It is no coincidence that many species of mushrooms appear in autumn. The explanation is in the very nature of the mushroom. In fact, the mushroom is the fruit of a fungus (known to experts as the fructiferous body, the carpohore). Many of the mushrooms that give mushrooms are buried and feed on the roots of the trees. Trees in general lose strength at the end of summer and autumn, so the fungus takes advantage to "appropriate" the tree. In this way, it will give its fruit in autumn.
However, the relationship between the tree and the fungus is symbiotic, that is, the food that needs the fungus (the organic matter) comes from the roots of the tree, in exchange for collecting from the hand of the fungus substances that the tree needs like water and mineral salts. For this purpose, the hyphae of the fungus (filamentous structures that form the fungus) collect the roots of the tree, forming a solid association: the mycorrhiza.
The relationship between the tree and the fungus is very narrow. For this reason, some species of mushrooms grow in forests of a certain tree species, such as pinewoods, niscalo, Lactarius delicius, or hayeds and robledales, such as the black mushroom, Boletín us aereus, etc.

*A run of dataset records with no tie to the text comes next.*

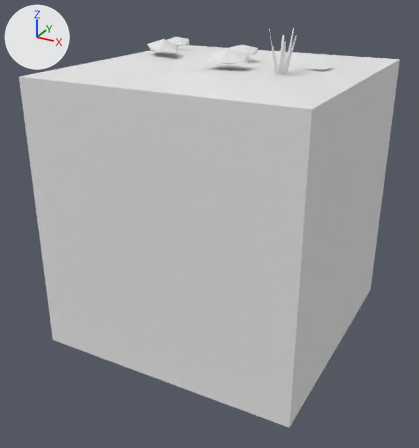
The FBX model Assets/Tiles/Blend/Blend Grass Snow 4.fbx, before and after one commit.
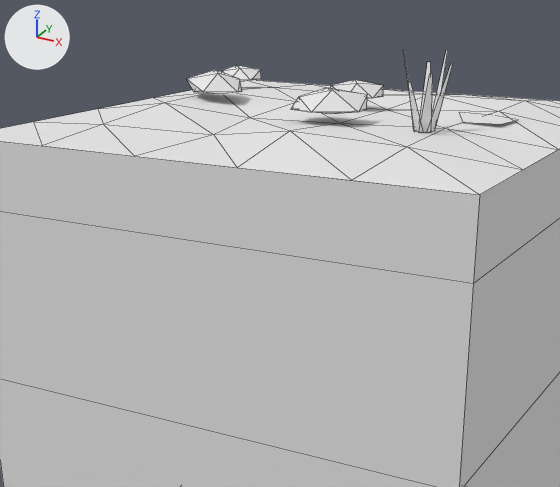
Old and new are each drawn whole from a 50 mm camera at (1.94, -3.78, 1.69) aimed at (-0.04, -0.17, -0.11) and again close up on the part from 10% to 85% of the width and 0% to 61% of the height. The axes (+X, +Y, +Z) are drawn at upper left. The lights are the same throughout. The first two pictures are the older version. The close-ups show mesh edges as thin lines. Where no turn or scale is listed for an object, it has been applied to the vertices. Vertices at exactly the same position are counted once.

Before the edit, the objects in view are built like this:
```python
me_blend_grass_snow_4 = bpy.data.meshes.new('Blend Grass Snow 4')
me_blend_grass_snow_4.from_pydata(...)  # 125 vertices, 150 faces; spans x -1.0..1.0, y -1.0..1.0, z -1.0..1.36
me_blend_grass_snow_4.materials.append(mat_tileworld_tiles)  # its picture is missing
ob_blend_grass_snow_4 = bpy.data.objects.new('Blend Grass Snow 4', me_blend_grass_snow_4)
ob_blend_grass_snow_4.location = (0.0, 0.0, 0.0)
```
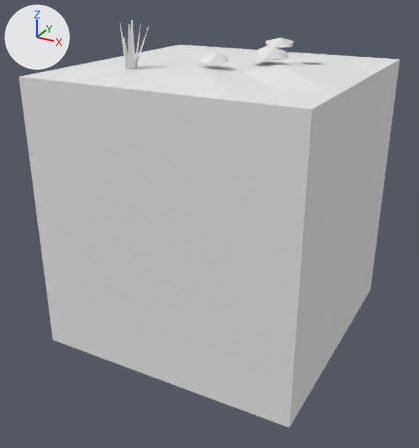
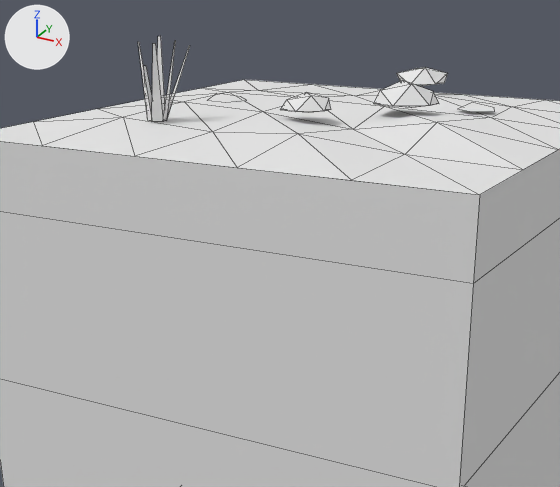
What differs and where, as boxes (x1, y1, x2, y2) in the close-ups (560 x 487 px; the box of a moved part takes in the faces that stretch with it):
'Blend Grass Snow 4', reshaped: before (0, 49, 560, 487); after (0, 36, 560, 487)
part 1 of me_blend_grass_snow_4, moved or reshaped: before (459, 112, 517, 124); after (458, 102, 495, 112)
part 2 of me_blend_grass_snow_4, added: after (209, 93, 246, 102)
part 3 of me_blend_grass_snow_4, deleted: before (187, 49, 453, 133)
part 4 of me_blend_grass_snow_4, reshaped: before (34, 80, 525, 195); after (34, 36, 523, 195)

Patch to the scene script:
```diff
--- a/Assets/Tiles/Blend/Blend Grass Snow 4.fbx.py
+++ b/Assets/Tiles/Blend/Blend Grass Snow 4.fbx.py
@@ me_blend_grass_snow_4 @@
 # used by ob_blend_grass_snow_4; location = (0.0, 0.0, 0.0)
-me_blend_grass_snow_4.from_pydata(...)  # 125 vertices, 150 faces; spans x -1.0..1.0, y -1.0..1.0, z -1.0..1.36
+me_blend_grass_snow_4.from_pydata(...)  # 118 vertices, 131 faces; spans x -1.0..1.0, y -1.0..1.0, z -1.0..1.38
+# me_blend_grass_snow_4 part 1: the loose piece of 5 vertices spanning x 0.54..0.76, y -0.07..0.15, z 1.09..1.11 is turned -43 degrees about the z axis through its middle and scaled by 0.685, then moved by (-0.11, 0.24, 0.0)
+# me_blend_grass_snow_4 part 2: the loose piece of 5 vertices spanning x 0.54..0.76, y -0.07..0.15, z 1.09..1.11 is copied, and the copy is multiplied about its middle by the matrix ((0.71, 0.219, 0.012), (-0.219, 0.71, -0.006), (-0.014, 0.002, 0.743)), then moved by (-1.15, 0.01, 0.0); it spans x -0.58..-0.41, y -0.03..0.13, z 1.09..1.11
+# me_blend_grass_snow_4 part 3: 8 loose pieces with 48 vertices, spanning x -0.8..0.64, y -0.42..0.59, z 1.09..1.36, are deleted
+# me_blend_grass_snow_4 part 4
+# 12 vertices are removed from x -0.01..0.28, y -0.38..-0.13, z 1.12..1.21
+# 20 faces are deleted
+# 3 vertices in x 0.01..0.08, y 0.14..0.23, z 1.12..1.18 move by (0.06, 0.53, 0.0)
+# 25 vertices move from x -0.65..0.64, y -0.61..0.64, z 1.06..1.18 to x -0.65..0.62, y -0.59..0.81, z 1.05..1.2
+# 48 vertices are added at x -0.48..0.44, y -0.66..0.15, z 1.09..1.38
+# 46 new faces join them
 me_blend_grass_snow_4.materials.append(mat_tileworld_tiles)
```

However, only some species of fungi form mycorrhizae. Other fungi are parasites and others feed on dead organic matter, so that the hyphae of some fungi grow in trunks, excrements or stems. These fungi are called saprofitos and contribute, among other things, to the degradation of waste. Many of these mushrooms also give mushrooms in autumn, such as those growing in litter.

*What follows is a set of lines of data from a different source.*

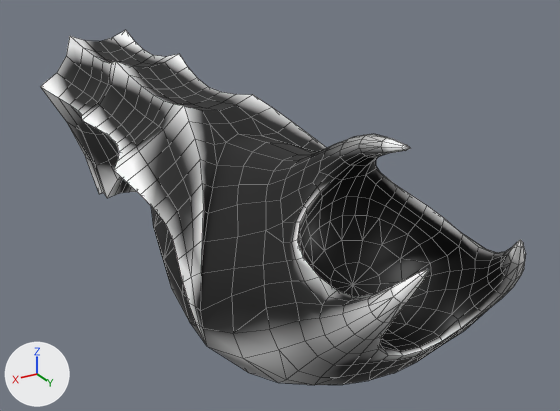
What one commit did to the Blender file Assets/Weapons/shotgun/shotgun.blend.
Camera for both pictures: a camera (50 mm lens) standing at (0.403, 0.739, 0.327) and looking at (-0.067, -0.044, -0.065). Every picture has the same lights, and +X, +Y and +Z are marked at lower left. Mesh edges are drawn as thin lines.

Objects in the first picture: 'final'.
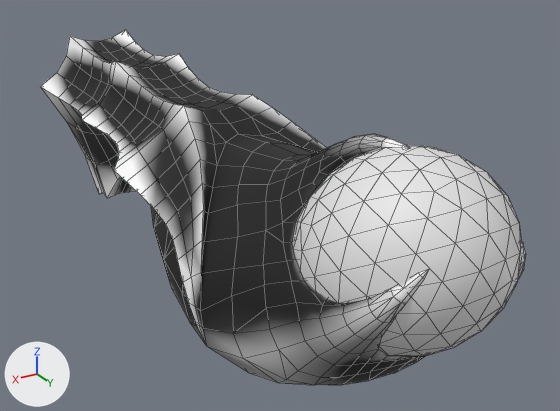
What differs and where, as boxes [x1, y1, x2, y2] in the pictures (560 x 411 px):
'ammoBag', added
    after: [294, 145, 522, 356]

Edits to the bpy script that builds the scene:
```text
Add mat_ammobag:
    mat_ammobag = principled_material('ammoBag')
    mat_ammobag.base_color = (0.8, 0.8, 0.8)  # white #e7e7e7
Add me_icosphere:
    me_icosphere.from_pydata(...)  # 162 vertices, 320 faces; spans x -0.091..0.091, y -0.095..0.095, z -0.106..0.106
    me_icosphere.polygons.foreach_set('use_smooth', [True] * 320)
    me_icosphere.materials.append(mat_ammobag)  # white #e7e7e7
Add ob_ammobag:
    ob_ammobag = bpy.data.objects.new('ammoBag', me_icosphere)
    ob_ammobag.location = (0.0, 0.274, 0.024)
    ob_ammobag.rotation_euler = (1.571, 0.0, 0.0)  # degrees (90, 0, 0)
```

Thus, although the mushroom is the most prominent part, it is nothing more than the final end of a fungus that normally grows hidden, an elegant structure that uses to expand the spores. These fungi are reproduced by spores. Each mushroom releases millions of spores; and if one of them reaches an area with the right conditions, it forms a primary mycelium, the vegetative body of the fungus.
The competition between fungi is enormous. The mycelia grow much, but they are mutually disturbed and not all mycelium manage to donate mushrooms. However, in most cases, this primary mycelium is not fruitful, but it needs the mycelium of another spore compatible to form a secondary mycelium, that is, to create a mycelium that is productive. When the humidity and temperature conditions are adequate, that secondary mycelium will give mushrooms.
Depending on the species, the mushroom can be sustained on a breeding surface (the yellow skin, the Stereum hirsutum, for example, grows in the fallen branches), it can grow in the subsoil (famous truffles like the Tuber melanosporum) or rising above the terrestrial surface, adopting a classical structure formed by a leg and a beret - there are other more peculiar structures, with aspect of claws, etc.
In the case of the classic structure of “legs and hats”, as the leg stretches, the beret is spreading, revealing the hymenium (structure that houses the spores) that is under the beret. Once the spores arrive they will be loose and willing to give life to another fungus to restart the cycle. Mushrooms with other structures have other strategies to expand spores, but the goal is ultimately the same.
The mushroom takes a few days to grow and expand the spores, and then wilt (if you do not eat any animal before). But the mycelium is still alive, and when it has the right conditions again, it begins to give mushrooms. For this reason, mushroom collectors turn again and again to the same places, but with the itching they keep their secret.
Thank you for your collaboration with the Department of Mycology of Aranzadi.